A team that included the Foundry’s former Nanofabrication Facility Director Stefano Cabrini and Foundry user Daniel Staaks developed an innovative photomask absorber material with tunable optical properties that enables high resolution, single-exposure patterning using Extreme Ultraviolet Lithography (EUVL) for fabricating tomorrow’s computer chips today.
Manufacturers of devices like smartphones or computers are continually trying to scale down the components that go onto each system-on-a-chip (SOC) in order to add performance and power without significantly raising costs. This downscaling is achieved using photolithography, which is the approach that enables high-volume manufacturing by rapidly copying the layout of a pattern from a photomask onto a target wafer. The technique is limited by the size of the wavelengths, and so downscaling has required increasingly shorter wavelengths.
A new photolithography technology called extreme ultraviolet lithography (EUVL), which uses extremely small-wavelength light and is capable of patterning very small features, has recently been deployed at the largest chip makers, but one challenge of the new technology is the thickness of the mask pattern that is required to ensure typical absorber materials are dark enough to sufficiently block the light. Berkeley Lab scientists have created a new, darker absorber material, chromium-antimony, that results in high-quality nanometer films and can be patterned with a high degree of control and resolution, down to 5 nanometers. The invention promises high resolution, single exposure, and cost-effective patterning for the fabrication of logic and memory chips.
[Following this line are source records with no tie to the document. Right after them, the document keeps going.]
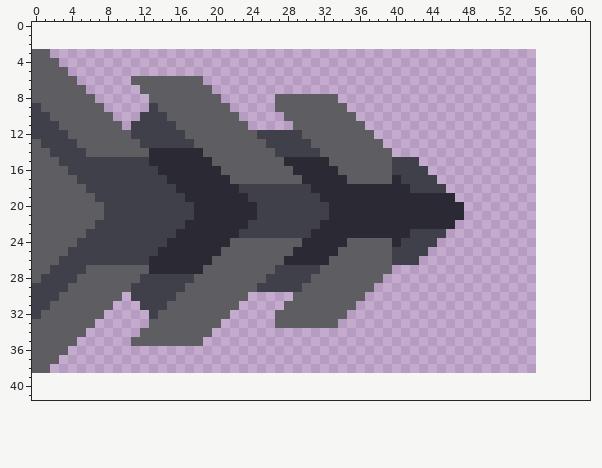
Pixel-art sprite: sprites/units/boss/araneamento/araneamento-leg.png. That is the earlier state.
The file is 56x36 pixels. The old version is drawn lined up with the new one, on the new canvas.
Once edited:
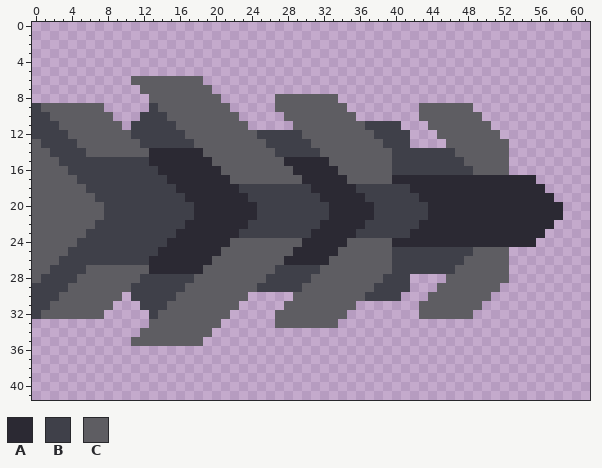
Palette (. is transparent): A #2b2933  B #3f4049  C #5e5d62
Change:
canvas 56x36 -> 62x42, the old top-left corner now at 0,3
@@ x 0..61 @@
  2 ..............................................................
- 3 CC............................................................
- 4 CCC...........................................................
- 5 CCCC..........................................................
- 6 CCCCC......CCCCCCCC...........................................
- 7 CCCCCC......CCCCCCCC..........................................
- 8 CCCCCCC......CCCCCCCC......CCCCCCC............................
- 9 BCCCCCCC.....BCCCCCCCC.....CCCCCCCC...........................
-10 BBCCCCCCC...BBBCCCCCCCC.....CCCCCCCC..........................
-11 BBBCCCCCCC.BBBBBCCCCCCCC.....CCCCCCCC.........................
-12 BBBBCCCCCCCBBBBBBCCCCCCCCBBBBBCCCCCCCC........................
-13 CBBBBCCCCCCCBBBBBBCCCCCCCCBBBBBCCCCCCCC.......................
-14 CCBBBBCCCCCCCAAAAAACCCCCCCCBBBBBCCCCCCCC......................
-15 CCCBBBBBBBBBBAAAAAAACCCCCCCCAAAAACCCCCCCBBB...................
-16 CCCCBBBBBBBBBBAAAAAAACCCCCCCCAAAAACCCCCCBBBB..................
-17 CCCCCBBBBBBBBBBAAAAAAACCCCCCCCAAAAACCCCCABBBB.................
-18 CCCCCCBBBBBBBBBBAAAAAAABBBBBBBBAAAAAAAAAAABBBB................
-19 CCCCCCCBBBBBBBBBBAAAAAAABBBBBBBBAAAAAAAAAAAAAAA...............
-20 CCCCCCCCBBBBBBBBBBAAAAAAABBBBBBBBAAAAAAAAAAAAAAA..............
-21 CCCCCCCCBBBBBBBBBBAAAAAAABBBBBBBBAAAAAAAAAAAAAAA..............
-22 CCCCCCCBBBBBBBBBBAAAAAAABBBBBBBBAAAAAAAAAAAAAAA...............
-23 CCCCCCBBBBBBBBBBAAAAAAABBBBBBBBAAAAAAAAAAABBBB................
-24 CCCCCBBBBBBBBBBAAAAAAACCCCCCCCAAAAACCCCCABBBB.................
-25 CCCCBBBBBBBBBBAAAAAAACCCCCCCCAAAAACCCCCCBBBB..................
-26 CCCBBBBBBBBBBAAAAAAACCCCCCCCAAAAACCCCCCCBBB...................
-27 CCBBBBCCCCCCCAAAAAACCCCCCCCBBBBBCCCCCCCC......................
-28 CBBBBCCCCCCCBBBBBBCCCCCCCCBBBBBCCCCCCCC.......................
-29 BBBBCCCCCCCBBBBBBCCCCCCCCBBBBBCCCCCCCC........................
-30 BBBCCCCCCC.BBBBBCCCCCCCC.....CCCCCCCC.........................
-31 BBCCCCCCC...BBBCCCCCCCC.....CCCCCCCC..........................
-32 BCCCCCCC.....BCCCCCCCC.....CCCCCCCC...........................
-33 CCCCCCC......CCCCCCCC......CCCCCCC............................
-34 CCCCCC......CCCCCCCC..........................................
-35 CCCCC......CCCCCCCC...........................................
-36 CCCC..........................................................
-37 CCC...........................................................
-38 CC............................................................
+ 3 ..............................................................
+ 4 ..............................................................
+ 5 ..............................................................
+ 6 ...........CCCCCCCC...........................................
+ 7 ............CCCCCCCC..........................................
+ 8 .............CCCCCCCC......CCCCCCC............................
+ 9 BCCCCCCC.....BCCCCCCCC.....CCCCCCCC........CCCCCC.............
+10 BBCCCCCCC...BBBCCCCCCCC.....CCCCCCCC.......CCCCCCC............
+11 BBBCCCCCCC.BBBBBCCCCCCCC.....CCCCCCCCBBBB...CCCCCCC...........
+12 BBBBCCCCCCCBBBBBBCCCCCCCCBBBBBCCCCCCCCBBBB...CCCCCCC..........
+13 CBBBBCCCCCCCBBBBBBCCCCCCCCBBBBBCCCCCCCCBBB....CCCCCCC.........
+14 CCBBBBCCCCCCCAAAAAACCCCCCCCBBBBBCCCCCCCCBBBBBBBCCCCCC.........
+15 CCCBBBBBBBBBBAAAAAAACCCCCCCCAAAAACCCCCCCBBBBBBBBCCCCC.........
+16 CCCCBBBBBBBBBBAAAAAAACCCCCCCCAAAAACCCCCCBBBBBBBBBCCCC.........
+17 CCCCCBBBBBBBBBBAAAAAAACCCCCCCCAAAAACCCCCAAAAAAAAAAAAAAAA......
+18 CCCCCCBBBBBBBBBBAAAAAAABBBBBBBBAAAAABBBBBBAAAAAAAAAAAAAAA.....
+19 CCCCCCCBBBBBBBBBBAAAAAAABBBBBBBBAAAAABBBBBBAAAAAAAAAAAAAAA....
+20 CCCCCCCCBBBBBBBBBBAAAAAAABBBBBBBBAAAAABBBBBBAAAAAAAAAAAAAAA...
+21 CCCCCCCCBBBBBBBBBBAAAAAAABBBBBBBBAAAAABBBBBBAAAAAAAAAAAAAAA...
+22 CCCCCCCBBBBBBBBBBAAAAAAABBBBBBBBAAAAABBBBBBAAAAAAAAAAAAAAA....
+23 CCCCCCBBBBBBBBBBAAAAAAABBBBBBBBAAAAABBBBBBAAAAAAAAAAAAAAA.....
+24 CCCCCBBBBBBBBBBAAAAAAACCCCCCCCAAAAACCCCCAAAAAAAAAAAAAAAA......
+25 CCCCBBBBBBBBBBAAAAAAACCCCCCCCAAAAACCCCCCBBBBBBBBBCCCC.........
+26 CCCBBBBBBBBBBAAAAAAACCCCCCCCAAAAACCCCCCCBBBBBBBBCCCCC.........
+27 CCBBBBCCCCCCCAAAAAACCCCCCCCBBBBBCCCCCCCCBBBBBBBCCCCCC.........
+28 CBBBBCCCCCCCBBBBBBCCCCCCCCBBBBBCCCCCCCCBBB....CCCCCCC.........
+29 BBBBCCCCCCCBBBBBBCCCCCCCCBBBBBCCCCCCCCBBBB...CCCCCCC..........
+30 BBBCCCCCCC.BBBBBCCCCCCCC.....CCCCCCCCBBBB...CCCCCCC...........
+31 BBCCCCCCC...BBBCCCCCCCC.....CCCCCCCC.......CCCCCCC............
+32 BCCCCCCC.....BCCCCCCCC.....CCCCCCCC........CCCCCC.............
+33 .............CCCCCCCC......CCCCCCC............................
+34 ............CCCCCCCC..........................................
+35 ...........CCCCCCCC...........................................
+36 ..............................................................
+37 ..............................................................
+38 ..............................................................
 39 ..............................................................

In a second award, a team of Foundry users led by Wei Tong developed a unique cathode material that uses a layered- rocksalt intergrown structure, combining the high capacity of lithium-rich metal oxides, fast kinetics of a cation-ordered layered structure, along with structural stability of a cation-disordered rocksalt structure. Their material has been shown to offer high capacity, fast charging time and energy transfer, and superior cycling and thermal stability. In addition, the cost for raw materials to produce layered-rocksalt intergrown electrodes is estimated to be significantly less than that of lithium-rich layered oxides when expensive cobalt is completely replaced by cost-effective iron. This innovation exemplifies a new battery electrode design concept and opens up a new class of high-performance intergrown cathode materials.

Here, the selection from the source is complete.